Don't get me wrong.  I don't mind if they change the rules.  I personally don't care if a guy sells a ring for some cash or tattoos.  I wouldn't have a problem if a company was allowed and chose to endorse a college player.  Let them hash out an arrangement and sign a contract.  I just do not see that players are entitled to any of the proceeds that the athletic departments make while they play their sport for their school.  And if you are going to start paying students to play, then I think you should pay them all (you are arguing about fairness, right?), not just the football and basketball players.  Soccer, tennis, and hockey players have the same wants and needs as football players.  Gymnasts and swimmers engage in the same sh$tload of hours for their sport as well.  If you are going to treat some of them "right", you need to treat them all "right".
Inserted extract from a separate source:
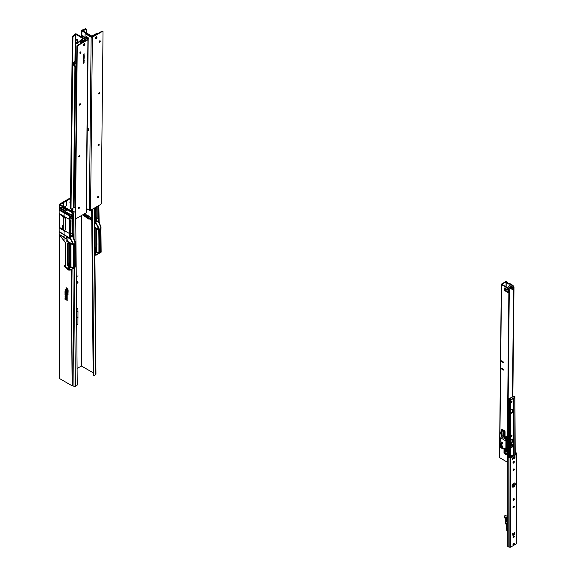 <?xml version="1.0" encoding="UTF-8"?>
<svg xmlns="http://www.w3.org/2000/svg" width="576" height="576" viewBox="0 0 576 576"><rect width="100%" height="100%" fill="white"/><g stroke="black" fill="none" stroke-linecap="round" stroke-linejoin="round"><path stroke-width="0.86" d="M76.946 352.267A0.929 0.533 120 0 0 76.939 351.59M77.026 282.866L77.278 283.198L77.026 282.866A4.702 2.714 60 0 1 76.932 282.118L77.738 281.65A4.702 2.714 -120 0 0 77.832 282.398L77.839 281.203A4.702 2.714 -120 0 0 78.034 282.766M76.327 283.745L77.774 282.91M70.063 206.971A0.929 0.533 120 0 0 70.106 206.95A0.929 0.533 120 0 0 70.438 206.654M69.926 202.781A1.138 0.655 120 0 0 70.106 202.702A1.138 0.655 120 0 0 70.481 202.378M70.495 200.88A1.138 0.655 120 0 0 69.905 202.118L69.905 202.579A1.138 0.655 120 0 0 70.142 203.105A1.138 0.655 120 0 0 70.474 203.148M91.764 219.65L91.274 219.262L91.476 217.346M90.67 219.65L90.67 217.807L91.375 217.397L90.67 217.807L91.375 217.397L90.202 217.058L90.18 219.038L91.375 220.19L90.67 219.672L91.476 219.204M93.168 374.803L93.773 375.142A0.857 0.497 -60.5 0 1 93.348 375.199A0.857 0.497 -60.5 0 1 93.168 374.803L91.678 209.642M92.275 209.297L93.773 375.142A0.857 0.497 119.5 0 0 93.953 375.538A0.857 0.497 119.5 0 0 94.392 375.494L95.63 374.76L94.126 208.224M91.26 219.24L91.267 217.512L91.26 219.24M90.18 219.038L90.677 219.701M89.014 218.246L90.202 219.168M89.114 218.304L89.546 218.059M84.701 215.273L83.894 214.927L84.665 215.302M88.546 216.065L86.659 215.258L85.745 214.214L84.593 214.308M90.202 217.058L89.496 216.382L89.006 216.612M91.375 217.397L91.75 217.908M91.771 220.061L91.375 220.19M91.591 219.247L90.806 218.642M77.09 368.381L81.518 366.055L93.146 372.766M75.132 212.249L73.217 211.529L74.174 211.666M74.326 267.79L75.391 386.446L76.637 385.74A0.857 0.497 119.5 0 0 77.242 384.689L75.744 218.729M70.531 197.798L59.702 204.048A1.138 0.655 0 0 0 59.371 204.516A1.138 0.655 0 0 0 59.702 204.984L70.582 211.262L72.389 211.954L73.217 211.529M75.391 386.446L72.158 385.841L59.702 378.648A1.138 0.655 180 0 1 59.371 378.18A1.138 0.655 180 0 1 59.702 377.719M70.769 211.752L71.237 210.931L72.857 211.543M67.961 290.153A1.102 0.641 -120 0 0 67.385 288.95L66.197 287.899L66.902 289.426L67.054 288.835L67.342 289.094A0.893 0.511 60 0 1 67.81 290.074L67.961 291.586L68.09 290.11A1.145 0.662 -120 0 0 68.069 289.886M67.054 290.131L66.197 289.944L67.054 291.276L66.348 290.03L67.183 290.066L66.305 289.699M67.961 292.68L66.672 291.542L66.262 291.478L66.348 292.003L66.449 291.614L68.09 292.615L66.305 291.442M67.507 293.558L66.262 292.759L67.658 294.444L67.961 293.962L67.507 293.076L67.507 293.558M67.169 294.595A0.641 0.374 -120 0 1 67.183 294.703L67.054 295.567L67.054 294.746L66.269 294.012L66.197 295.596L67.054 297.151L66.348 295.553L66.47 294.142L67.205 295.754M67.169 297.965A0.641 0.374 -120 0 1 67.183 298.073L67.054 298.944L67.054 298.116L66.269 297.389L66.197 298.966L67.054 300.521L66.348 298.922L66.47 297.511L67.205 299.131M65.138 296.402L65.542 296.546L65.138 296.402M67.457 288.835L66.197 287.899M67.183 288.95L67.054 289.555M68.09 290.11L67.961 291.586M67.183 291.031L66.348 290.47M66.499 290.426L67.205 290.628L66.708 289.649A0.749 0.432 -120 0 0 66.046 289.858L66.046 290.563L67.205 291.593L66.514 289.872M66.514 291.614L66.348 292.003M67.507 293.378L66.305 292.723M66.514 292.896L66.348 293.285M67.788 293.99L67.658 294.444M68.09 293.897L67.658 293.695M67.788 293.63L67.658 293.213M66.816 293.976A0.641 0.374 -120 0 0 66.312 293.976M67.176 296.374L67.054 297.151M66.838 295.805L66.348 295.553M66.499 295.502L66.521 294.358L67.205 295.992L67.205 294.833A0.821 0.475 -120 0 0 66.046 294.163L66.046 295.646L67.205 297.468L67.205 296.597A0.749 0.432 -120 0 0 66.809 295.783L66.535 294.142M66.816 297.346A0.641 0.374 -120 0 0 66.312 297.346M67.176 299.743L67.054 300.521M66.838 299.174L66.348 298.922M66.499 298.872L66.521 297.727L67.205 299.362L67.205 298.202A0.821 0.475 -120 0 0 66.046 297.533L66.046 299.016L67.205 300.838L67.205 299.966A0.749 0.432 -120 0 0 66.809 299.153L66.535 297.511M65.714 291.614L64.994 291.175L65.52 291.607M65.729 297.641L65.03 297.223L65.304 297.684M65.182 295.301L65.599 295.906L65.282 295.272M65.218 293.954L65.585 293.731L64.994 293.393L65.635 293.76L65.218 293.969L65.635 294.343L64.994 293.976L65.419 293.767M65.635 293.803L65.218 293.969M65.124 292.277L64.994 291.65L65.246 292.226M65.153 290.614L65.657 290.808L65.174 290.419M65.462 290.65L65.21 290.246M65.16 290.75L65.117 290.268M65.167 289.843L65.635 290.477L65.354 289.742M66.175 287.698L67.205 289.692M67.205 289.152L67.306 289.238A0.677 0.389 60 0 1 67.658 289.987L68.112 291.902L68.112 290.239A1.318 0.763 -120 0 0 67.421 288.799L66.046 287.582L66.751 289.469L67.205 289.872L67.37 289.123M67.774 289.807A0.713 0.41 60 0 1 67.788 289.944L68.112 291.722M66.341 289.476A0.713 0.41 -120 0 0 66.175 289.814L66.175 290.498L67.205 291.413M66.571 290.045L67.205 290.448M66.341 291.218A0.713 0.41 -120 0 0 66.175 291.557L66.499 292.14M66.55 291.809L68.112 292.997M66.341 292.5A0.713 0.41 -120 0 0 66.175 292.838L66.499 293.414M66.571 293.069L67.81 294.581M67.81 294.192L67.81 293.162L66.708 292.673A0.749 0.432 -120 0 0 66.046 292.882L67.81 294.761L68.112 294.278M67.486 292.874L67.356 293.249M66.362 293.746A0.785 0.454 -120 0 0 66.175 294.12L66.175 295.574L66.751 296.093M66.751 296.338L67.205 297.288M66.78 294.732L66.802 295.2M66.362 297.122A0.785 0.454 -120 0 0 66.175 297.49L66.175 298.951L66.751 299.462M66.751 299.707L67.205 300.658M66.78 298.102L66.802 298.57M65.39 294.523L64.994 294.466L65.405 294.365M65.714 294.574L64.994 294.617M65.729 296.539L65.412 296.136M65.578 297.115L64.98 296.77L65.664 297.058M65.729 297.094L65.268 296.604M65.556 299.016L64.994 298.433L65.664 298.951M65.729 298.994L65.297 298.786M65.578 299.57L64.98 299.225L65.664 299.513M65.729 299.549L65.268 299.059M64.994 292.514L65.635 293.148L64.994 292.514M65.635 292.32L64.994 292.37M65.254 290.254L64.98 289.858L65.635 290.124L65.311 289.807M62.647 216.151L62.302 216.353A1.426 0.821 -120 0 0 62.273 215.935M63.259 217.375A2.707 1.562 60 0 1 62.302 216.353M66.046 291.6L68.112 293.177L66.708 291.391A0.749 0.432 -120 0 0 66.046 291.6L66.175 291.557M65.11 296.186L65.318 296.669L65.311 296.165M65.232 298.26L65.657 298.706L65.131 298.469M63.72 206.597L63.72 202.428L60.307 204.631L71.237 210.931M70.589 211.666L71.186 210.91M76.558 309.096L77.839 308.354L77.976 311.436A1.001 0.576 60 0 1 77.976 311.472L76.586 312.278M76.702 324.907L77.926 324.202A1.001 0.576 60 0 1 77.839 324.526L76.702 325.188M76.27 276.797L78.034 275.782M72.929 208.901L72.929 209.563L72.929 208.901L70.315 210.406M72.929 209.563L70.898 210.744M72.72 210.204L72.72 211.493M70.445 206.006A0.929 0.533 120 0 0 70.25 207.346A0.929 0.533 120 0 0 70.43 207.389M70.524 198.504L63.72 202.428M66.593 200.599L66.744 205.574L66.744 200.686M66.744 205.574L64.346 206.957M77.004 282.744L77.839 281.203M72.475 211.399L72.475 210.413A1.138 0.655 0 0 0 72.814 209.945A1.138 0.655 0 0 0 72.72 209.686M72.475 210.413L71.438 211.01M72.828 209.045L70.394 210.449M72.828 209.506L70.79 210.686M77.926 324.202L77.976 311.472M78.005 317.398A1.001 0.576 60 0 1 78.005 317.412L76.637 318.197L78.005 317.398M78.005 316.822A1.001 0.576 60 0 1 78.005 316.829L76.637 317.614L78.005 316.822M72.396 212.803L72.389 211.954L73.822 211.867L74.059 238.982M95.782 373.939L94.284 208.13M94.5 222.53L94.5 222.12M94.637 227.102L98.856 229.529L94.86 228.154L98.935 229.572L98.698 228.103L95.645 222.775L95.645 220.205L96.098 219.794L95.551 220.126L95.954 219.773L95.954 207.166M95.551 220.126L96.005 223.92L94.601 223.258L96.293 223.985L98.935 229.572M98.244 208.562L98.482 218.34L98.906 218.254L98.842 205.502L99.151 221.717L98.928 218.311L99.072 221.94L98.626 220.961L98.626 218.743M96.041 228.65L96.113 248.724L96.487 248.63L96.487 228.838M96.826 248.89L96.127 248.803M96.041 247.608L95.148 246.888L95.148 228.283M95.105 248.126L95.148 246.888M95.04 248.09L95.04 228.233M96.041 220.234L98.87 221.89M96.329 217.706L97.848 218.484M98.928 218.275L98.474 218.426L98.474 216.007L97.898 215.914L98.482 215.986L98.402 218.844L97.862 218.621L97.848 208.181L97.848 218.614L97.862 208.166M98.856 205.495L98.496 218.318M97.898 215.914L97.898 208.469M98.482 218.34L98.474 205.718M98.266 205.834L98.287 208.598L98.201 205.87M100.534 229.673L99.094 228.866L100.534 229.673L100.534 250.236L99.41 249.581M99.072 221.94L100.757 227.326L98.698 222.134L97.459 221.414L95.818 221.602M95.818 221.465L97.524 221.321L95.818 221.911L97.121 221.63M94.853 250.841L96.826 251.798L96.826 228.982M99.238 231.494L100.368 230.839L99.216 230.162M100.368 230.839L99.238 231.631M100.368 231.25L99.238 231.905L100.426 230.947M96.826 250.661L94.838 249.264L96.826 249.883L95.263 249.127L95.263 248.213L94.824 248.119M96.826 249.235L95.263 248.249M99.245 251.82L99.922 251.503L99.446 251.23M99.389 250.186L99.259 231.919L100.411 231.25M94.529 248.638L95.263 248.213M94.867 249.235L96.826 250.178M99.23 251.035L99.202 230.249L99.202 251.143L100.534 250.236M98.352 218.88L97.92 216M99.187 222.314L101.059 227.225L99.18 222.322M100.98 228.305L100.692 250.286M95.99 254.844L95.314 254.225L95.314 252.137M100.001 252.007L99.245 252.446L100.037 251.986L99.922 251.46L100.714 251.77L100.534 252.72L99.194 253.267L100.469 252.691L100.634 251.849M99.245 251.438L100.037 251.554M99.223 252.59L99.223 251.345L99.18 253.26L100.469 252.691M100.591 252.684L101.117 252.194L100.901 228.542L101.131 251.806L100.634 252.374M97.992 254.045L96.019 255.204L97.985 254.059L96.019 255.204L94.889 255.175M100.901 228.542L100.915 251.849M97.92 208.411L98.143 205.906M98.654 218.7L98.626 220.961M97.524 221.321L98.964 221.918M100.67 251.798L100.67 250.51L99.223 251.345L100.577 250.56M98.482 208.426L98.244 216.014M95.933 223.258L96.149 220.176L95.782 222.602M96.062 223.675L99.043 228.362L95.918 223.222M96.826 251.129L94.838 249.768M94.644 227.808L98.921 229.68L98.914 252.958L94.853 250.769M87.948 216L87.754 215.849A1.426 0.806 -0.9 0 0 87.89 215.964L88.164 216.144M87.948 215.633L88.546 215.957M89.395 218.621L89.885 218.254L89.014 217.742M98.978 253.404L95.99 254.808L99.065 253.361L98.784 229.738M96.826 243.986L96.926 244.346M96.826 244.62L96.811 244.03M95.983 207.151L95.954 219.773M94.673 254.585L96.005 254.894L94.694 254.578M96.062 254.83L98.82 253.642M94.86 251.633L98.705 253.498L99.18 253.26L98.914 253.656L99.216 252.662L99.18 253.217M96.307 219.888L96.307 217.253L96.307 219.888L95.782 220.356L95.803 223.646M95.515 254.57L95.083 254.851M98.719 229.774L94.644 228.038L98.95 229.68M96.307 206.986L96.091 217.058M96.091 209.794L96.149 217.152M96.098 219.794L96.149 217.066M98.626 228.139L99.238 230.429L99.238 251.057M96.163 209.772L96.235 217.174M84.031 214.056L84.701 214.402M87.379 216.785L88.157 217.418M88.97 218.628L88.625 218.938L88.387 216.641L88.97 216.425L88.97 216.806M88.625 218.938L88.97 218.362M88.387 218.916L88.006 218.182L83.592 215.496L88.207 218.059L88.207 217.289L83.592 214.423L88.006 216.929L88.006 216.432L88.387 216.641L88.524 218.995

I read somewhere that 50 or so university presidents are going to get together with the NCAA in the next couple months.  Maybe you'll inspire them to change.  But for 99% of the student-athletes out there, it is a privilege to play their sport for their school.  I doubt they are going to see a good reason to change the entire structure of college sports for the other 1%.
6/15/2011 7:23 PM
Posted by jhunterz on 6/15/2011 6:37:00 PM (view original):
The easiest way I can put it is like this....  Most of us work for a company, for which we are paid X amount of dollars.  Now the company charges 3X amount of dollars for my work therefore they are making money off of me to cover my wages and other things such as utilities, insurance, etc.....   Now of course I am the one making them the money, and would like a bigger chunk of it, but that's not the way it works!  College athletics can be looked at the same way since rmancil keeps saying that this is a business.   Student athletes are the peons that make the money for the bosses, they are paid an amount that they agreed upon ( scholarship, room, board, tuition, books, tutors....) just like we workers agree to work for a certain wage in which we make money for our bosses!  Do I want a raise?  Hell yeah!!  Do the student athletes want to get paid?  Hell yeah!!  Will either happen anytime soon?  Hell NO!!!!   The student athlete has a little more glimmer of hope because they can either go pro or the possibility of getting a degree for free! 

6/15/2011 7:59 PM
Posted by jhunterz on 6/15/2011 6:37:00 PM (view original):
The easiest way I can put it is like this....  Most of us work for a company, for which we are paid X amount of dollars.  Now the company charges 3X amount of dollars for my work therefore they are making money off of me to cover my wages and other things such as utilities, insurance, etc.....   Now of course I am the one making them the money, and would like a bigger chunk of it, but that's not the way it works!  College athletics can be looked at the same way since rmancil keeps saying that this is a business.   Student athletes are the peons that make the money for the bosses, they are paid an amount that they agreed upon ( scholarship, room, board, tuition, books, tutors....) just like we workers agree to work for a certain wage in which we make money for our bosses!  Do I want a raise?  Hell yeah!!  Do the student athletes want to get paid?  Hell yeah!!  Will either happen anytime soon?  Hell NO!!!!   The student athlete has a little more glimmer of hope because they can either go pro or the possibility of getting a degree for free! 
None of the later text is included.